As is illustrated in FIG. 5, queue 535 is populated by CPU2 540 and feeds GPU 560. Queue 545 feeds GPU 560 and is populated by GPU 560. Queue 520 feeds GPU 560 and is populated by application/runtime 510.
Also illustrated in FIG. 5 is timer device 590. Timer device 590 may create tasks autonomously from the rest of the system and in particular from application/runtime 510. As shown, timer device 590 may be able to populate queues with tasks for any one or more of the processors in the system 500. Specifically, timer device 590 may populate queues 520 to be run on CPU1 540, CPU2 540, or GPU 560. Timer device may also populate queues 525, 535, 545, 555 with tasks to be run on the processors 540, 560 for those respective queues 525, 535, 545, 555.

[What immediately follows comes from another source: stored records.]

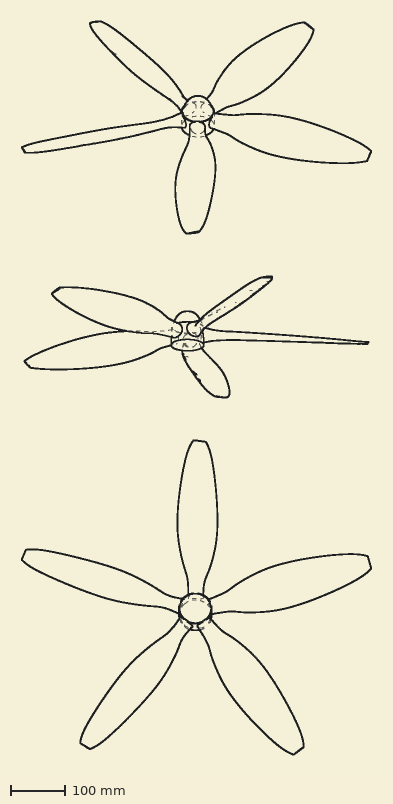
import cadquery as cq
import math


hub_radius = 30.0
hub_bottom = -21.0
hub_shoulder = 13.5
hub_top = 44.0
dome_base_radius = 29.0
dome_middle_radius = 23.0
dome_middle = (hub_shoulder + hub_top) / 2
dome_base_direction = (-0.3, 1)
dome_top_direction = (-1, 0)

blade_count = 5
first_blade_angle = 90.0
shank_radius = 14.0
shank_start = 20.5
shank_end = hub_radius
tip_radius = 335.0
section_point_count = 16

blade_stations = [
    (shank_start, 2 * shank_radius, 2 * shank_radius, 30.0, 0.0),
    (shank_end, 2 * shank_radius, 2 * shank_radius, 30.0, 0.0),
    (51.5, 29.5, 18.0, 36.0, 0.1),
    (64.5, 33.5, 15.5, 33.0, 0.2),
    (80.5, 44.0, 13.5, 30.5, 0.4),
    (109.5, 59.0, 12.0, 28.0, 0.5),
    (142.0, 70.0, 11.0, 26.5, 0.6),
    (187.0, 73.5, 9.5, 25.5, 0.6),
    (238.0, 66.5, 8.5, 24.0, 0.6),
    (290.0, 52.0, 6.5, 20.0, 0.6),
    (319.0, 38.0, 4.0, 16.0, 0.6),
    (tip_radius, 23.0, 2.5, 14.0, 0.6),
]


def make_hub():
    """Cylinder with a rounded nose, revolved about Z."""
    return (
        cq.Workplane("XZ")
        .moveTo(0, hub_bottom)
        .lineTo(hub_radius, hub_bottom)
        .lineTo(hub_radius, hub_shoulder)
        .lineTo(dome_base_radius, hub_shoulder)
        .spline(
            [(dome_middle_radius, dome_middle), (0, hub_top)],
            tangents=[dome_base_direction, dome_top_direction],
            includeCurrent=True,
        )
        .close()
        .revolve(360, (0, 0, 0), (0, 1, 0))
    )


def blade_section(distance, projected_width, thickness, pitch_degrees, nose_fullness):
    """Closed section normal to X: an ellipse made fuller at its raised leading edge."""
    pitch = math.radians(pitch_degrees)
    chord = math.sqrt(projected_width**2 - (thickness * math.sin(pitch)) ** 2) / math.cos(pitch)
    points = []
    for index in range(section_point_count):
        turn = 2 * math.pi * index / section_point_count
        along = chord / 2 * math.cos(turn)
        across = thickness / 2 * math.sin(turn) * (1 + nose_fullness * math.cos(turn))
        points.append(
            cq.Vector(
                distance,
                along * math.cos(pitch) - across * math.sin(pitch),
                along * math.sin(pitch) + across * math.cos(pitch),
            )
        )
    return cq.Wire.assembleEdges([cq.Edge.makeSpline(points, periodic=True)])


def make_blade():
    """One blade along +X, from a round shank to a square-cut tip."""
    sections = [blade_section(*station) for station in blade_stations]
    return cq.Workplane(cq.Solid.makeLoft(sections))


result = make_hub()
blade = make_blade()
for blade_index in range(blade_count):
    blade_angle = first_blade_angle + blade_index * 360 / blade_count
    result = result.union(blade.rotate((0, 0, 0), (0, 0, 1), blade_angle))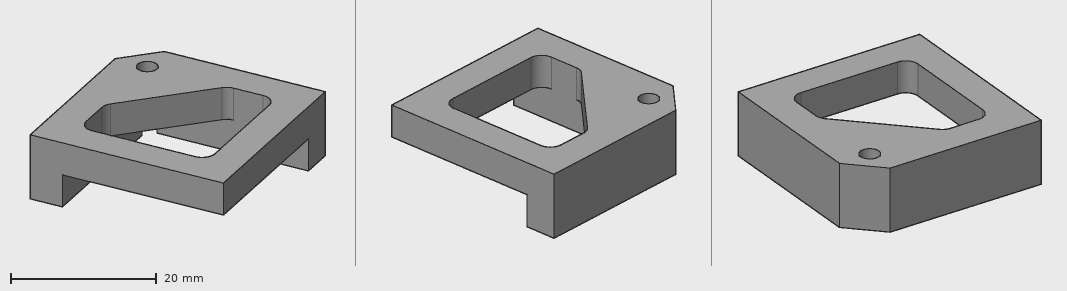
import cadquery as cq

side = 30.0
height = side / 3
wall = side / 6
plate_thickness = height / 2
hole_diameter = 3.0
window_bevel = 12.5
window_corner_radius = 2.0

window_min = wall
window_max = side - wall


def make_body():
    """Square block with the -X, +Y vertical corner bevelled."""
    block = cq.Workplane("XY").box(side, side, height, centered=False)
    return block.edges("|Z and <X and >Y").chamfer(wall)


def make_underside_step():
    """Open space below the plate, leaving L-shaped walls along -X and +Y."""
    return cq.Workplane("XY").box(
        side - wall, side - wall, height - plate_thickness, centered=False
    ).translate((wall, 0, 0))


def make_window():
    """Square opening with one corner cut diagonally and all corners rounded."""
    outline = [
        (window_min, window_min),
        (window_max, window_min),
        (window_max, window_max),
        (window_min + window_bevel, window_max),
        (window_min, window_max - window_bevel),
    ]
    prism = cq.Workplane("XY").polyline(outline).close().extrude(height)
    return prism.edges("|Z").fillet(window_corner_radius)


def make_corner_hole():
    """Through hole centred on the inner corner where the two walls meet."""
    return (
        cq.Workplane("XY")
        .center(wall, side - wall)
        .circle(hole_diameter / 2)
        .extrude(height)
    )


result = (
    make_body()
    .cut(make_underside_step())
    .cut(make_window())
    .cut(make_corner_hole())
)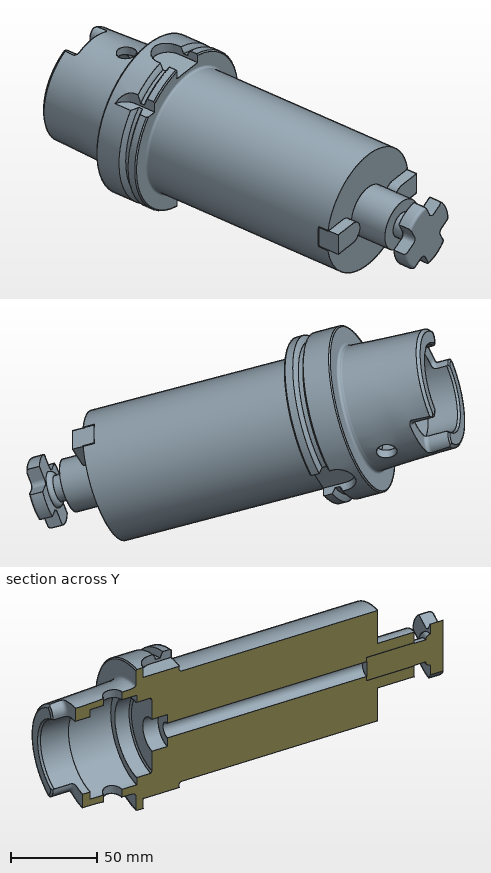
import cadquery as cq
import math

TAPER_LENGTH = 50.0
FLANGE_END = 79.0
BODY_END = 209.7
PILOT_END = 234.0
SCREW_HEAD_START = 244.5
OVERALL_LENGTH = 253

TAPER_MOUTH_RADIUS = 35.7
TAPER_BASE_RADIUS = 37.5
TAPER_CONE_LENGTH = 47.3
MOUTH_CHAMFER = 1.8
NECK_RADIUS = 37.7
BASE_FILLET = 1.8
CROSS_HOLE_DIAMETER = 12.0
CROSS_HOLE_X = 35.0
SLOT_WIDTH = 20.0
TOP_SLOT_DEPTH = 10.0
BOTTOM_SLOT_DEPTH = 15.0
SLOT_FLOOR_FILLET = 2.3
SLOT_FLARE_RADIUS = 6.0
SLOT_FLARE_TOP = 32.5
SLOT_RIM_WIDTH = 1.5
SLOT_RIM_DEPTH = 0.8

BORE_DIAMETER = 53.0
BORE_DEPTH = 60.7
BORE_MOUTH_CHAMFER_WIDTH = 0.8
BORE_MOUTH_CHAMFER_DEPTH = 1.5
BORE_BOTTOM_CHAMFER_WIDTH = 1.5
BORE_BOTTOM_CHAMFER_DEPTH = 0.8
CLAMP_GROOVE_DIAMETER = 63.0
CLAMP_GROOVE_START = 20.0
CLAMP_GROOVE_END = 50.5
TUBE_SEAT_DIAMETER = 22.3
TUBE_SEAT_DEPTH = 10
COOLANT_HOLE_DIAMETER = 10.0

FLANGE_DIAMETER = 100.0
FLANGE_CHAMFER = 0.8
GRIP_GROOVE_RADIUS = 46.0
GRIP_GROOVE_X = 70.0
GRIP_GROOVE_FLOOR_WIDTH = 2.8
GRIP_GROOVE_BREAK_RADIUS = 47.5
GRIP_GROOVE_BREAK_WIDTH = 4.0
GRIP_GROOVE_MOUTH_WIDTH = 6.5
NOTCH_WIDTH = 20.0
NOTCH_START = 55.2
NOTCH_FLOOR = 43.0
CORNER_NOTCH_OFFSET = 31.5

BODY_DIAMETER = 78.5
BODY_FILLET = 1.5
PILOT_DIAMETER = 32.0

KEY_WIDTH = 14.0
KEY_LENGTH = 14.0
KEY_OUTER_Y = 38.0
KEY_INNER_Y = 17.0

SCREW_DIAMETER = 16.0
SCREW_START = 202.5
SCREW_NECK_FILLET = 3.0
SCREW_HEAD_DIAMETER = 42.5
SCREW_ARM_WIDTH = 16.5
SCREW_ARM_TILT = 27
SCREW_CORNER_RADIUS = 3.0
SCREW_RIM_FILLET = 2.0


def revolve_about_x(profile):
    """Revolve a closed XY profile once around the X axis."""
    return profile.close().revolve(360, (0, 0, 0), (1, 0, 0))


def axial_cylinder(diameter, start, end):
    return cq.Workplane("YZ", origin=(start, 0, 0)).circle(diameter / 2).extrude(end - start)


def shank_and_body():
    """Outer turned shape: taper, flange, body and pilot."""
    flange_radius = FLANGE_DIAMETER / 2
    body_radius = BODY_DIAMETER / 2
    pilot_radius = PILOT_DIAMETER / 2
    profile = (
        cq.Workplane("XY")
        .moveTo(0, 0)
        .lineTo(0, TAPER_MOUTH_RADIUS - MOUTH_CHAMFER)
        .lineTo(MOUTH_CHAMFER, TAPER_MOUTH_RADIUS)
        .lineTo(TAPER_CONE_LENGTH, TAPER_BASE_RADIUS)
        .lineTo(TAPER_LENGTH - BASE_FILLET, NECK_RADIUS)
        .radiusArc((TAPER_LENGTH, NECK_RADIUS + BASE_FILLET), -BASE_FILLET)
        .lineTo(TAPER_LENGTH, flange_radius - FLANGE_CHAMFER)
        .lineTo(TAPER_LENGTH + FLANGE_CHAMFER, flange_radius)
        .lineTo(GRIP_GROOVE_X - GRIP_GROOVE_MOUTH_WIDTH / 2, flange_radius)
        .lineTo(GRIP_GROOVE_X - GRIP_GROOVE_BREAK_WIDTH / 2, GRIP_GROOVE_BREAK_RADIUS)
        .lineTo(GRIP_GROOVE_X - GRIP_GROOVE_FLOOR_WIDTH / 2, GRIP_GROOVE_RADIUS)
        .lineTo(GRIP_GROOVE_X + GRIP_GROOVE_FLOOR_WIDTH / 2, GRIP_GROOVE_RADIUS)
        .lineTo(GRIP_GROOVE_X + GRIP_GROOVE_BREAK_WIDTH / 2, GRIP_GROOVE_BREAK_RADIUS)
        .lineTo(GRIP_GROOVE_X + GRIP_GROOVE_MOUTH_WIDTH / 2, flange_radius)
        .lineTo(FLANGE_END - FLANGE_CHAMFER, flange_radius)
        .lineTo(FLANGE_END, flange_radius - FLANGE_CHAMFER)
        .lineTo(FLANGE_END, body_radius + BODY_FILLET)
        .radiusArc((FLANGE_END + BODY_FILLET, body_radius), -BODY_FILLET)
        .lineTo(BODY_END, body_radius)
        .lineTo(BODY_END, pilot_radius)
        .lineTo(PILOT_END, pilot_radius)
        .lineTo(PILOT_END, 0)
    )
    return revolve_about_x(profile)


def shank_bore():
    """Hollow inside of the taper with its internal clamping groove."""
    bore_radius = BORE_DIAMETER / 2
    groove_radius = CLAMP_GROOVE_DIAMETER / 2
    profile = (
        cq.Workplane("XY")
        .moveTo(0, 0)
        .lineTo(0, bore_radius + BORE_MOUTH_CHAMFER_WIDTH)
        .lineTo(BORE_MOUTH_CHAMFER_DEPTH, bore_radius)
        .lineTo(CLAMP_GROOVE_START, bore_radius)
        .lineTo(CLAMP_GROOVE_START, groove_radius)
        .lineTo(CLAMP_GROOVE_END, groove_radius)
        .lineTo(CLAMP_GROOVE_END, bore_radius)
        .lineTo(BORE_DEPTH - BORE_BOTTOM_CHAMFER_DEPTH, bore_radius)
        .lineTo(BORE_DEPTH, bore_radius - BORE_BOTTOM_CHAMFER_WIDTH)
        .lineTo(BORE_DEPTH, 0)
    )
    return revolve_about_x(profile)


def coolant_passage():
    """Seat for a coolant tube and the hole from it to the screw hole."""
    seat = axial_cylinder(TUBE_SEAT_DIAMETER, BORE_DEPTH, BORE_DEPTH + TUBE_SEAT_DEPTH)
    hole = axial_cylinder(COOLANT_HOLE_DIAMETER, BORE_DEPTH, SCREW_START)
    return seat.union(hole)


def cross_hole():
    return (
        cq.Workplane("XY", origin=(CROSS_HOLE_X, 0, 0))
        .circle(CROSS_HOLE_DIAMETER / 2)
        .extrude(FLANGE_DIAMETER / 2, both=True)
    )


def slot_section(sketch, widening=0):
    """Cross-section of a mouth slot, whose walls flare out through a quarter arc each."""
    half_width = SLOT_WIDTH / 2 + widening
    radius = SLOT_FLARE_RADIUS - widening
    top = SLOT_FLARE_TOP - widening
    flare_y = half_width + radius
    flare_start_z = top - radius
    arc_reach = radius * math.sqrt(0.5)
    arc_y = flare_y - arc_reach
    arc_z = flare_start_z + arc_reach
    outside = FLANGE_DIAMETER / 2
    return (
        sketch.moveTo(-half_width, 0)
        .lineTo(-half_width, flare_start_z)
        .threePointArc((-arc_y, arc_z), (-flare_y, top))
        .lineTo(-outside, top)
        .lineTo(-outside, outside)
        .lineTo(outside, outside)
        .lineTo(outside, top)
        .lineTo(flare_y, top)
        .threePointArc((arc_y, arc_z), (half_width, flare_start_z))
        .lineTo(half_width, 0)
        .close()
    )


def mouth_slot(depth, side):
    """Drive slot with a bevelled rim, on the +Z (side 1) or -Z (side -1) side of the taper."""
    channel = slot_section(cq.Workplane("YZ")).extrude(depth)
    channel = channel.faces(">X").edges().fillet(SLOT_FLOOR_FILLET)
    rim_base = slot_section(cq.Workplane("YZ"), SLOT_RIM_WIDTH).workplane(offset=SLOT_RIM_DEPTH)
    slot = channel.union(slot_section(rim_base).loft(ruled=True))
    return slot if side > 0 else slot.mirror("XY")


def flange_notch(center_y, floor_z):
    """Round-ended notch milled along Z, open towards the body."""
    radius = NOTCH_WIDTH / 2
    return (
        cq.Workplane("XY", origin=(0, 0, floor_z))
        .moveTo(FLANGE_END, center_y - radius)
        .lineTo(NOTCH_START + radius, center_y - radius)
        .threePointArc((NOTCH_START, center_y), (NOTCH_START + radius, center_y + radius))
        .lineTo(FLANGE_END, center_y + radius)
        .close()
        .extrude(FLANGE_DIAMETER / 2)
    )


def make_key(side):
    """Drive key with a round inner end, on the +Y (side 1) or -Y (side -1) side."""
    radius = KEY_WIDTH / 2
    arc_center_y = KEY_INNER_Y + radius
    key = (
        cq.Workplane("YZ", origin=(BODY_END - KEY_LENGTH / 2, 0, 0))
        .moveTo(KEY_OUTER_Y, -radius)
        .lineTo(arc_center_y, -radius)
        .threePointArc((KEY_INNER_Y, 0), (arc_center_y, radius))
        .lineTo(KEY_OUTER_Y, radius)
        .close()
        .extrude(KEY_LENGTH)
    )
    return key if side > 0 else key.mirror("XZ")


def key_recess(side):
    """Recess for a key, open at the end face and at the outside of the body."""
    outside = (
        cq.Workplane("XY", origin=(BODY_END, KEY_OUTER_Y, 0))
        .box(KEY_LENGTH, BODY_DIAMETER / 2, KEY_WIDTH, centered=(True, False, True))
    )
    if side < 0:
        outside = outside.mirror("XZ")
    return make_key(side).union(outside)


def make_holder():
    holder = shank_and_body().cut(shank_bore()).cut(coolant_passage()).cut(cross_hole())
    holder = holder.cut(mouth_slot(TOP_SLOT_DEPTH, 1)).cut(mouth_slot(BOTTOM_SLOT_DEPTH, -1))
    top_notch = flange_notch(0, NOTCH_FLOOR)
    corner_notch = flange_notch(-CORNER_NOTCH_OFFSET - NOTCH_WIDTH / 2, CORNER_NOTCH_OFFSET)
    holder = holder.cut(top_notch).cut(top_notch.mirror("XY")).cut(corner_notch)
    for side in (1, -1):
        holder = holder.cut(key_recess(side))
    return holder.cut(axial_cylinder(SCREW_DIAMETER, SCREW_START, PILOT_END))


def screw_head():
    """Cross-shaped head: four parallel-sided arms inside a round rim."""
    head_length = OVERALL_LENGTH - SCREW_HEAD_START
    cross = cq.Workplane("YZ").rect(SCREW_HEAD_DIAMETER, SCREW_ARM_WIDTH).extrude(head_length)
    cross = cross.union(cross.rotate((0, 0, 0), (1, 0, 0), 90))
    inner_corners = cq.selectors.BoxSelector(
        (0, -SCREW_ARM_WIDTH, -SCREW_ARM_WIDTH),
        (head_length, SCREW_ARM_WIDTH, SCREW_ARM_WIDTH),
    )
    cross = cross.edges("|X").edges(inner_corners).fillet(SCREW_CORNER_RADIUS)
    rim = axial_cylinder(SCREW_HEAD_DIAMETER, 0, head_length)
    rim = rim.faces(">X").edges().fillet(SCREW_RIM_FILLET)
    head = cross.intersect(rim).rotate((0, 0, 0), (1, 0, 0), SCREW_ARM_TILT)
    return head.translate((SCREW_HEAD_START, 0, 0))


def make_screw():
    radius = SCREW_DIAMETER / 2
    neck_start = SCREW_HEAD_START - SCREW_NECK_FILLET
    shank = revolve_about_x(
        cq.Workplane("XY")
        .moveTo(SCREW_START, 0)
        .lineTo(SCREW_START, radius)
        .lineTo(neck_start, radius)
        .radiusArc((SCREW_HEAD_START, radius + SCREW_NECK_FILLET), SCREW_NECK_FILLET)
        .lineTo(SCREW_HEAD_START, 0)
    )
    return shank.union(screw_head())


holder = make_holder()
keys = [make_key(side) for side in (1, -1)]
screw = make_screw()

result = cq.Compound.makeCompound([holder.val(), *[key.val() for key in keys], screw.val()])

FIG. 6 illustrates a computer system 600 with queues populated by other processors. Computer system 600 is similar to computer system 500 of FIG. 5 depicting a heterogeneous computer system incorporating a multiple queue per processor configuration. As shown in FIG. 6, CPU1 640 may have two queues associated therewith, queue 620 and queue 625. Queue 620 may be of the type described hereinabove with respect to FIGS. 2-5, where the queue is controlled and/or populated via application/runtime 610. Queue 625 may be populated and controlled by CPU1 640, such as by populating the queue 625 with tasks that are spawned from tasks completed by CPU1 640. While two queues are shown for CPU1 640, any number of queues from application/runtime 610 and/or CPU1 640 may be used.
As is illustrated in FIG. 6, CPU2 640 may also have multiple queues 620, 655. Queue 620 again may be of the type described hereinabove with respect to FIGS. 2-5, where the queue is controlled and/or populated via application/runtime 610. Queue 655 is a conceptually similar queue to queue 625 in that queue 625 is populated by CPU 640. Queue 655 is populated by another processing unit (in this case GPU 660) other than the one that it feeds (CPU2).
As is illustrated in FIG. 6, queue 635 is populated by CPU2 6540 and feeds GPU 660. Queue 645 feeds GPU 660 and is populated by GPU 660. Queue 620 feeds GPU 660 and is populated by application/runtime 610.
FIG. 6 illustrates the population of each queue 620, 625, 635, 645, and 655 with tasks. In the case of queue 625 there are two tasks in the queue, although any number may be used or populated. Queue 635 is populated with two tasks, queue 645 with two tasks, and queue 655 populated with a single task. The number of tasks presented here is just exemplary as any number of tasks may be populated in a queue including zero tasks up to the number capable of being held in a queue.
FIG. 7 illustrates a Heterogeneous System Architecture (HSA) platform 700. The HSA Accelerated Processing Unit (APU) 710 may contain a multi-core CPU 720, a GPU 730 with multiple HSA compute units (H-CUs) 732, 734, 736, and a HSA memory management unit (HMMU or HSA MMU) 740. CPU 720 may include any number of cores, with cores 722, 724, 726, 728 shown in FIG. 7. GPU 730 may include any number of H-CUs although three are shown in FIG. 7. While a HSA is specifically discussed and presented in the described embodiments, the present system and method may be utilized on either a homogenous or heterogeneous system, such as those systems described in FIGS. 2-6.
HSA APU 710 may communicate with a system memory 750. System memory 750 may include one or both of coherent system memory 752 and non-coherent system memory 757.
HSA 700 may provide a unified view of fundamental computing elements. HSA 700 allows a programmer to write applications that seamlessly integrate CPUs 720, also referred to as latency compute units, with GPUs 730, also referred to as throughput compute units, while benefiting from the best attributes of each.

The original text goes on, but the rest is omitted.